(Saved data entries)

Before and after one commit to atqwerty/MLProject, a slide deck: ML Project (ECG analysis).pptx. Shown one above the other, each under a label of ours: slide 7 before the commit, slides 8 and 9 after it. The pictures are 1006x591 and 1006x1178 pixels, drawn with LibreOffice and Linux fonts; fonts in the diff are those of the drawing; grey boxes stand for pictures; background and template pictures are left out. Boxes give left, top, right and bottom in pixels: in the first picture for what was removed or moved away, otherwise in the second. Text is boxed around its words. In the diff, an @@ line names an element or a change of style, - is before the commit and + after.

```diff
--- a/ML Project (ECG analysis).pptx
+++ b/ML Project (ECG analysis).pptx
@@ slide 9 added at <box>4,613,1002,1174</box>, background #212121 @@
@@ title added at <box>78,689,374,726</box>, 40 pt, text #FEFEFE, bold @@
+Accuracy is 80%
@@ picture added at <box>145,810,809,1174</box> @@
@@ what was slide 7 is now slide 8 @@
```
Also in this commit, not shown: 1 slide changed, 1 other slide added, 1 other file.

...

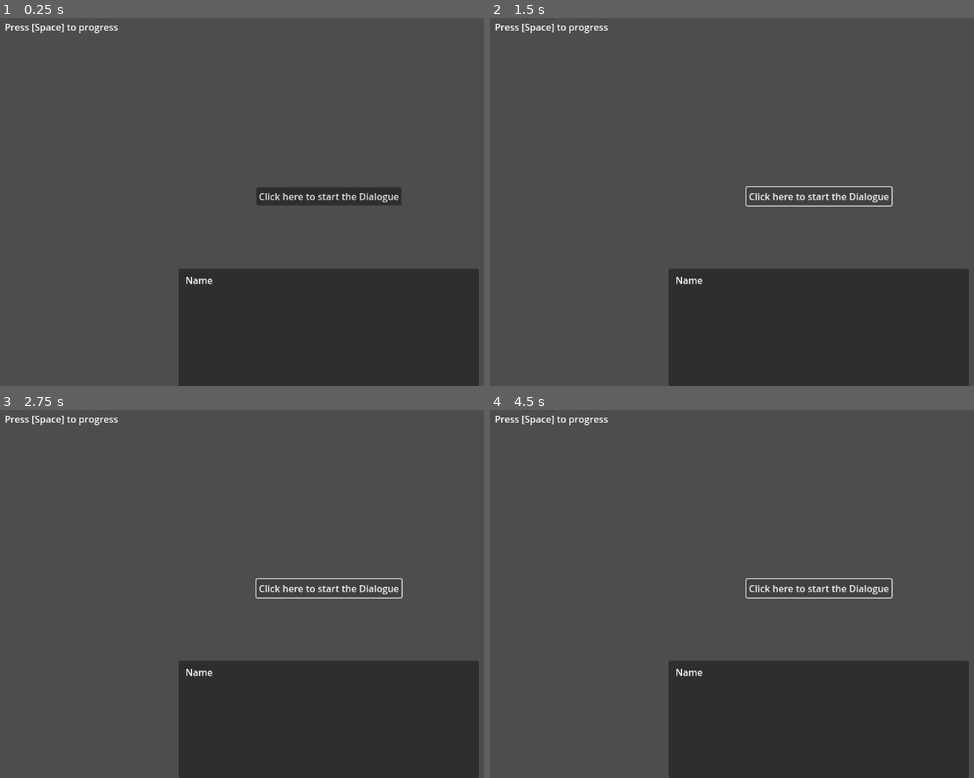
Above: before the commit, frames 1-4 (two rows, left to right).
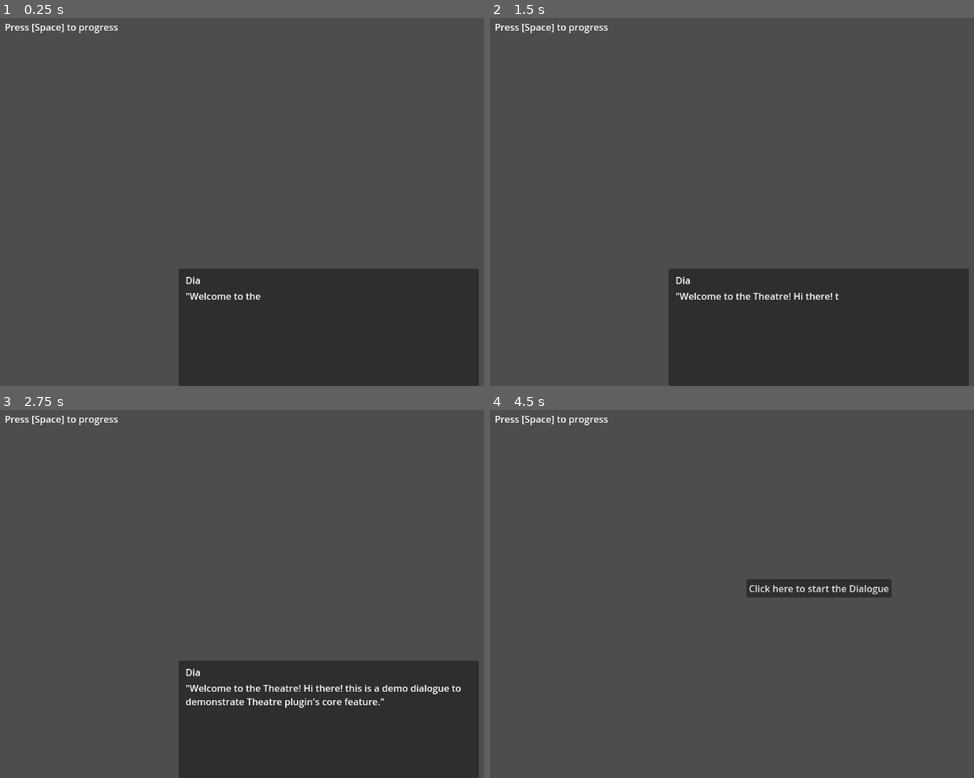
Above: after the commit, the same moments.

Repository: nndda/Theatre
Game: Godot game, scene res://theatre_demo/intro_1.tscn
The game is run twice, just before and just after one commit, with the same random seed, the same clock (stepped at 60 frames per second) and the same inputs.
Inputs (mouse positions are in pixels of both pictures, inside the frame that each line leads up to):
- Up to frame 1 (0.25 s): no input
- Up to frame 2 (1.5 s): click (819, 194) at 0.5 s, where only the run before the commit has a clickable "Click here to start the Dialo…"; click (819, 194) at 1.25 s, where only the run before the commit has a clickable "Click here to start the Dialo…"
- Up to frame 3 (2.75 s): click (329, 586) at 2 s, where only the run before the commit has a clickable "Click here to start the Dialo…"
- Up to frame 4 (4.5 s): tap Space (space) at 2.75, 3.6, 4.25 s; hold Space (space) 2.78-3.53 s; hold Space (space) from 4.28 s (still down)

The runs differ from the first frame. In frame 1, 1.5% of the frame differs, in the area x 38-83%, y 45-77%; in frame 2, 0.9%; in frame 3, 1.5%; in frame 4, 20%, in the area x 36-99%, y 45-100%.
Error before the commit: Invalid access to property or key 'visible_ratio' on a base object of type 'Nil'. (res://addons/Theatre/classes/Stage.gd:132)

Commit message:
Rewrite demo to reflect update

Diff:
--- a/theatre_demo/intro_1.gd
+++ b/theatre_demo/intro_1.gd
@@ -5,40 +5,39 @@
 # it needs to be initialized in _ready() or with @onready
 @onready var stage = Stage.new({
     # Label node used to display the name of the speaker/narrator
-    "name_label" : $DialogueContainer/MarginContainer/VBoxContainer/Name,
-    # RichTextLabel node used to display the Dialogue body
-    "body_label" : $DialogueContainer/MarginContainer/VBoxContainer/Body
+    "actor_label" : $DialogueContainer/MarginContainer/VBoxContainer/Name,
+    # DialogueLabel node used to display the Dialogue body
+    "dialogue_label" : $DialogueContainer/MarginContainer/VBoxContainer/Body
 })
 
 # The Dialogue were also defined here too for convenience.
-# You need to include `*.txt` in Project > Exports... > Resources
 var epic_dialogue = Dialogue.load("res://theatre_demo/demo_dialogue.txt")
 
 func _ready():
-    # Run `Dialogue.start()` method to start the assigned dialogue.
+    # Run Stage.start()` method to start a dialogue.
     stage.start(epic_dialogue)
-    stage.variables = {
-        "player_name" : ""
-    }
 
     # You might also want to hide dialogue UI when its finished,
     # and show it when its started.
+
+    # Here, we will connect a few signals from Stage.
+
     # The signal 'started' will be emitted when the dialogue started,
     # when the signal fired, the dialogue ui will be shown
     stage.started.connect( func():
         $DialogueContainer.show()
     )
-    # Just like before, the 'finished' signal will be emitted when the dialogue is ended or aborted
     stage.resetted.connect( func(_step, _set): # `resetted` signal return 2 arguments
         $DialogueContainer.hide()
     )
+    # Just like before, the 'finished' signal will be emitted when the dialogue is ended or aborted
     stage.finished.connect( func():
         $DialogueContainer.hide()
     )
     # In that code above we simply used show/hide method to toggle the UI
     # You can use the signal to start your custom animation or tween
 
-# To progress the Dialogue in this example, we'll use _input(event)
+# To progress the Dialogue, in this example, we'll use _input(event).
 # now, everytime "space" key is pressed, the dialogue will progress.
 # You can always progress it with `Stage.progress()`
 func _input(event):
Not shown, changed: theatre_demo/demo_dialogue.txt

◆ **PROBLEM**: Only the lines above from the line containing "Above: after the commit, the same moments." through the line containing "- Up to frame 4" should be retyped, exactly and with both ends included.

◆ **RESPONSE TO THIS TASK**:
Above: after the commit, the same moments.

Repository: nndda/Theatre
Game: Godot game, scene res://theatre_demo/intro_1.tscn
The game is run twice, just before and just after one commit, with the same random seed, the same clock (stepped at 60 frames per second) and the same inputs.
Inputs (mouse positions are in pixels of both pictures, inside the frame that each line leads up to):
- Up to frame 1 (0.25 s): no input
- Up to frame 2 (1.5 s): click (819, 194) at 0.5 s, where only the run before the commit has a clickable "Click here to start the Dialo…"; click (819, 194) at 1.25 s, where only the run before the commit has a clickable "Click here to start the Dialo…"
- Up to frame 3 (2.75 s): click (329, 586) at 2 s, where only the run before the commit has a clickable "Click here to start the Dialo…"
- Up to frame 4 (4.5 s): tap Space (space) at 2.75, 3.6, 4.25 s; hold Space (space) 2.78-3.53 s; hold Space (space) from 4.28 s (still down)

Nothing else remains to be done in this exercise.